About a dozen years ago a radio producer began something simple: he opened a story booth in Grand Central Terminal in New York City where people could bring, as he says, “your grandmother, your aunt, a friend… to a comfortable, sound-proof booth and conduct a 40-minute interview with the help of a trained facilitator. You walk away with a broadcast-quality CD and, with your permission, a second copy goes to the American Folklife Center at the Library of Congress.” The project is in several cities now, and has hosted over 10,000 interviews. A collection of the stories was a NY Times bestseller in 2007, and things have continued to grow since then. The project considers itself to be a public service, with the hope that it will be a tool that will “build connections between people and create a more just and compassionate world.” The book is entitled Listening is an Act of Love
The first section of the book focuses on “Home and Family”, and contains an excerpt in which a man interviewed his grandfather, a WWII B26 pilot.
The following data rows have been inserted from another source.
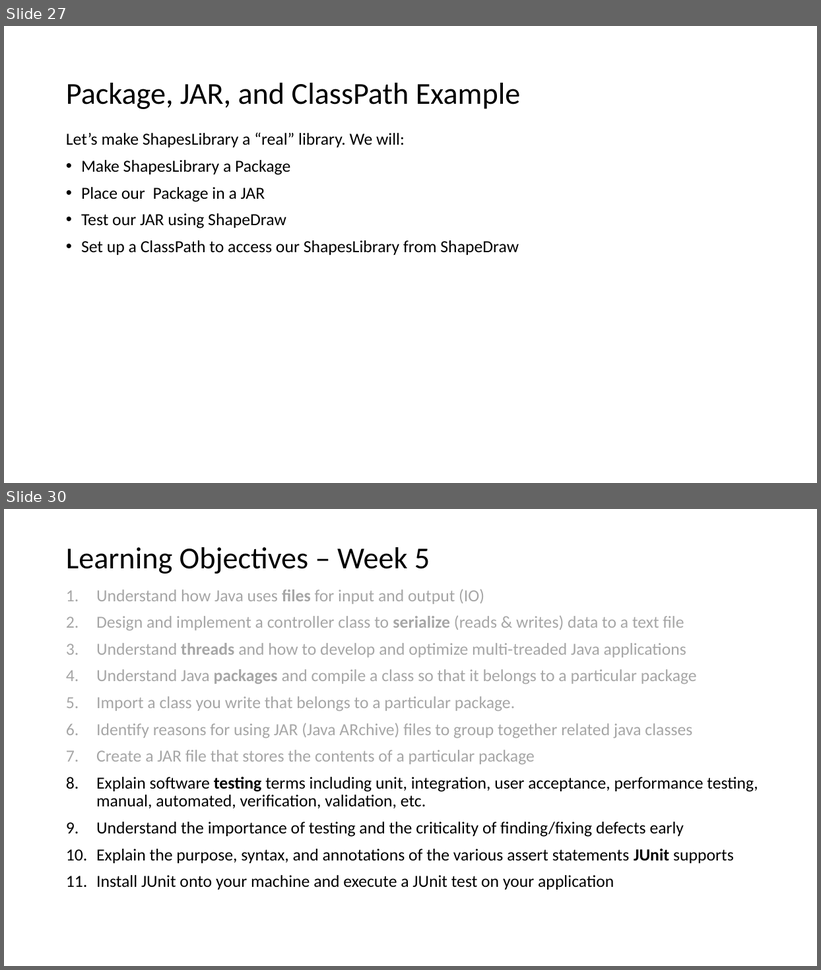
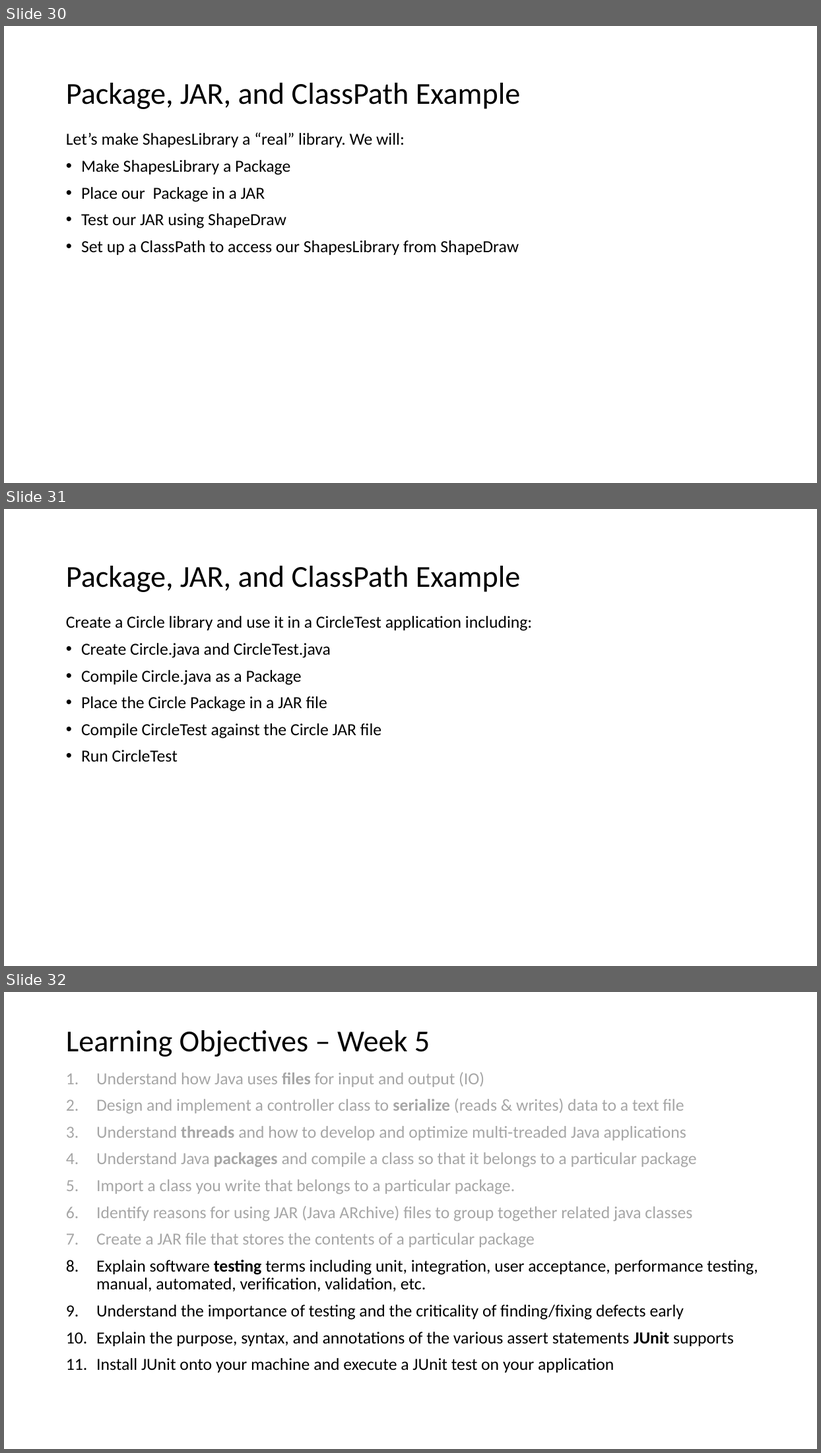
Before and after one commit to EricJPogue/www-epogue-info, a slide deck: CPSC-24500/Week05/2017SpringW05Slides.pptx. Shown one above the other, each under a label of ours: slides 27 and 30 before the commit, slides 30, 31 and 32 after it; the slides between them are not shown. The pictures are 821x970 and 821x1453 pixels, drawn with LibreOffice and Linux fonts; fonts in the diff are those of the drawing. Boxes give left, top, right and bottom in pixels: in the first picture for what was removed or moved away, otherwise in the second. Text is boxed around its words. In the diff, an @@ line names an element or a change of style, - is before the commit and + after.

```diff
--- a/CPSC-24500/Week05/2017SpringW05Slides.pptx
+++ b/CPSC-24500/Week05/2017SpringW05Slides.pptx
@@ slide 31 added at bbox=[4, 509, 817, 966], background #FFFFFF @@
@@ title added at bbox=[66, 566, 521, 592], 36 pt, text #000000 @@
+Package, JAR, and ClassPath Example
@@ text added at bbox=[66, 616, 532, 762], 20 pt, text #000000 @@
+Create a Circle library and use it in a CircleTest application including:
+• Create Circle.java and CircleTest.java
+• Compile Circle.java as a Package
+• Place the Circle Package in a JAR file
+• Compile CircleTest against the Circle JAR file
+• Run CircleTest
@@ what was slide 27 is now slide 30 @@
@@ what was slide 30 is now slide 32 @@
```
Also in this commit, not shown: 2 slides changed, 1 other slide added, 4 other files.

At the end of the interview the grandson told his grandfather what a great inspiration he had been to him, and thanked him for doing the interview. The grandfather replied, “It was very special for me. Just looking at you and answering you with your eyes looking into mine and mine into yours, it’s just been great. It really has.” The younger man says, “I love you, grandpa,” and the older man replies, “I love you, Seth.” Not a lot of dry-eye stuff in the book, I suspect (I’ve just discovered it and not finished it).
Last week we took a look at Silence. This week, during our Lenten journey, we’re looking at Listening. These are related and they are what I consider to be implicit spiritual disciplines. What I mean is that while anyone can enjoy silence and anyone can listen (and possibly be good at it), I believe both silence and listening are best and are most deeply honest when done out of an inner person that is connected to God’s presence and love. I believe that most often, maybe always, these two disciplines either lead us to or at least point us towards God—should we have the eyes to see him.
A formed inner life in God equips me to listen to the other, because out of that inner life I am enabled to acknowledge the other’s reality and particularity.
Listening calls upon me to recognize that while my life is gift, so too is that of the other. God causes his rain to fall on the just and the unjust, and God gives life to us. If I can trust God with today and with my well-being then I am in a better place to let other stories be, and to participate with them in the manner that God may have for me regarding that particular story. But I’ll have to give it some space to hear both that other person and to hear God.
Three assumptions about listening that I believe are helpful to clarify:
– Listening is not passive, at least it need not be. It is simply a place from which to begin well with whatever interaction with the other is good and right.
– Listening is not agreeing. We’ve all known the person who refuses to acknowledge he or she has been heard until he or she is deemed right, but those are not the same things.
– Listening is not always warm and fuzzy. Instead, it may lead to seeing things we’d rather not see but that are going on in another person. Indeed, we may see things that the other is not willing to admit to him or herself. Listening can be painful, as well, such as truly hearing someone’s stories of grief loss.
All of this circles us back to the at-least-implicitly-spiritual nature of good listening: it is best done if we start by having a habit in our own lives of listening to God. Let us, for a little while, allow our prayers not to be about fears or worries, or complaints. Rather, let our prayers simply tell God that we are here: we are present, we love him, we are ready to listen to what he would say to us in whatever particular moment we are living. Out of this, as well as engagement with the Scriptures and other good spiritual disciplines, our own inner person is formed and made robust. Our connection to God is such that, as he loves us, so are we able to share that love with others; as we learn to listen to him, so he helps us learn to truly hear others.
Listening is an act of love, and thereby makes a good Lenten practice, as well.